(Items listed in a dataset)
________________________

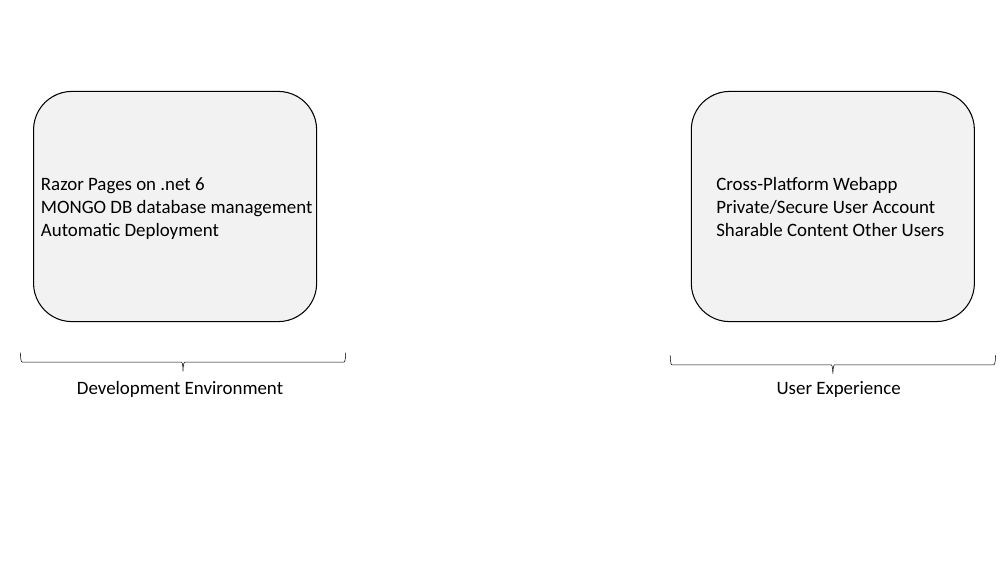
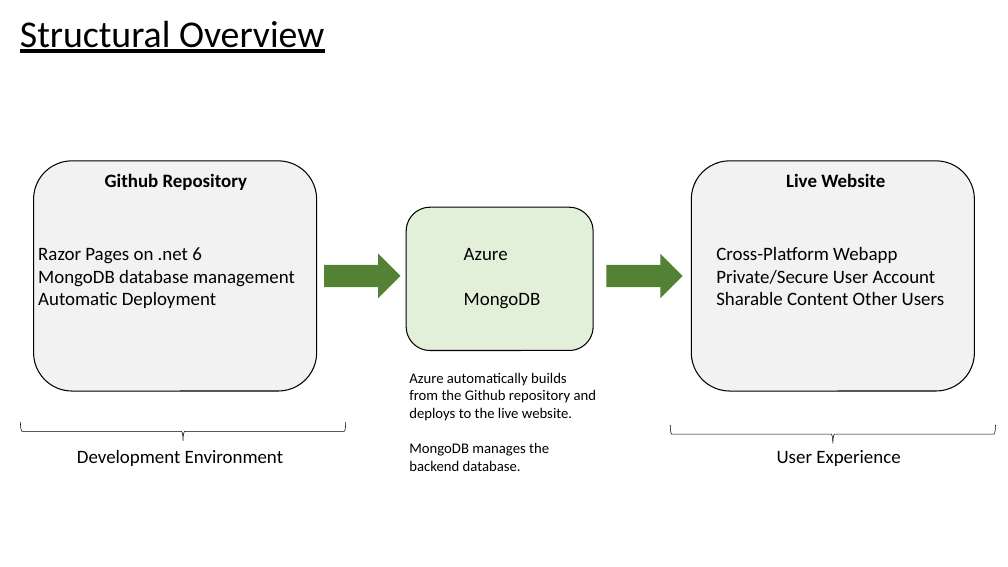
Before and after one commit to gabrown21/HolyFit, a slide deck: slide 1 of doc/HolyFitArchitecture.pptx. Drawn at 1008x567 pixels with LibreOffice and Linux fonts; fonts in the diff are those of the drawing. Boxes give left, top, right and bottom in pixels: in the first picture for what was removed or moved away, otherwise in the second. Text is boxed around its words. In the diff, an @@ line names an element or a change of style, - is before the commit and + after.

```diff
--- a/doc/HolyFitArchitecture.pptx
+++ b/doc/HolyFitArchitecture.pptx
@@ text added at (20,20,324,53), 36 pt, text #000000, underline @@
+Structural Overview
@@ text added at (105,173,248,190), 18 pt, text #000000, bold @@
+Github Repository
@@ text added at (786,173,885,187), 18 pt, text #000000, bold @@
+Live Website
@@ rounded rectangle added at (406,207,593,351), fill #E2F0D9, outline #000000 1 pt @@
@@ right arrow added at (324,253,401,298), fill #548235 @@
@@ text added at (464,248,541,309), 18 pt, text #000000 @@
+Azure
+MongoDB
@@ right arrow added at (606,253,683,298), fill #548235 @@
@@ text at (38,270,295,287): text changed @@
-MONGO DB database management
+MongoDB database management
@@ text added at (409,372,597,471), 14 pt, text #000000 @@
+Azure automatically builds from the Github repository and deploys to the live website.
+MongoDB manages the backend database.
@@ 4 texts, 2 rounded rectangles, 2 right braces: place and size @@
-4 texts, 2 rounded rectangles, 2 right braces at (21,91,996,397)
+4 texts, 2 rounded rectangles, 2 right braces at (21,161,996,466)
```
Also in this commit, not shown: 3 slides added, 2 slides removed, 3 other files.

________________________

A verbatim copy of the records is needed, with all images omitted.

OUTPUT FOR THIS TASK
Before and after one commit to gabrown21/HolyFit, a slide deck: slide 1 of doc/HolyFitArchitecture.pptx. Drawn at 1008x567 pixels with LibreOffice and Linux fonts; fonts in the diff are those of the drawing. Boxes give left, top, right and bottom in pixels: in the first picture for what was removed or moved away, otherwise in the second. Text is boxed around its words. In the diff, an @@ line names an element or a change of style, - is before the commit and + after.

```diff
--- a/doc/HolyFitArchitecture.pptx
+++ b/doc/HolyFitArchitecture.pptx
@@ text added at (20,20,324,53), 36 pt, text #000000, underline @@
+Structural Overview
@@ text added at (105,173,248,190), 18 pt, text #000000, bold @@
+Github Repository
@@ text added at (786,173,885,187), 18 pt, text #000000, bold @@
+Live Website
@@ rounded rectangle added at (406,207,593,351), fill #E2F0D9, outline #000000 1 pt @@
@@ right arrow added at (324,253,401,298), fill #548235 @@
@@ text added at (464,248,541,309), 18 pt, text #000000 @@
+Azure
+MongoDB
@@ right arrow added at (606,253,683,298), fill #548235 @@
@@ text at (38,270,295,287): text changed @@
-MONGO DB database management
+MongoDB database management
@@ text added at (409,372,597,471), 14 pt, text #000000 @@
+Azure automatically builds from the Github repository and deploys to the live website.
+MongoDB manages the backend database.
@@ 4 texts, 2 rounded rectangles, 2 right braces: place and size @@
-4 texts, 2 rounded rectangles, 2 right braces at (21,91,996,397)
+4 texts, 2 rounded rectangles, 2 right braces at (21,161,996,466)
```
Also in this commit, not shown: 3 slides added, 2 slides removed, 3 other files.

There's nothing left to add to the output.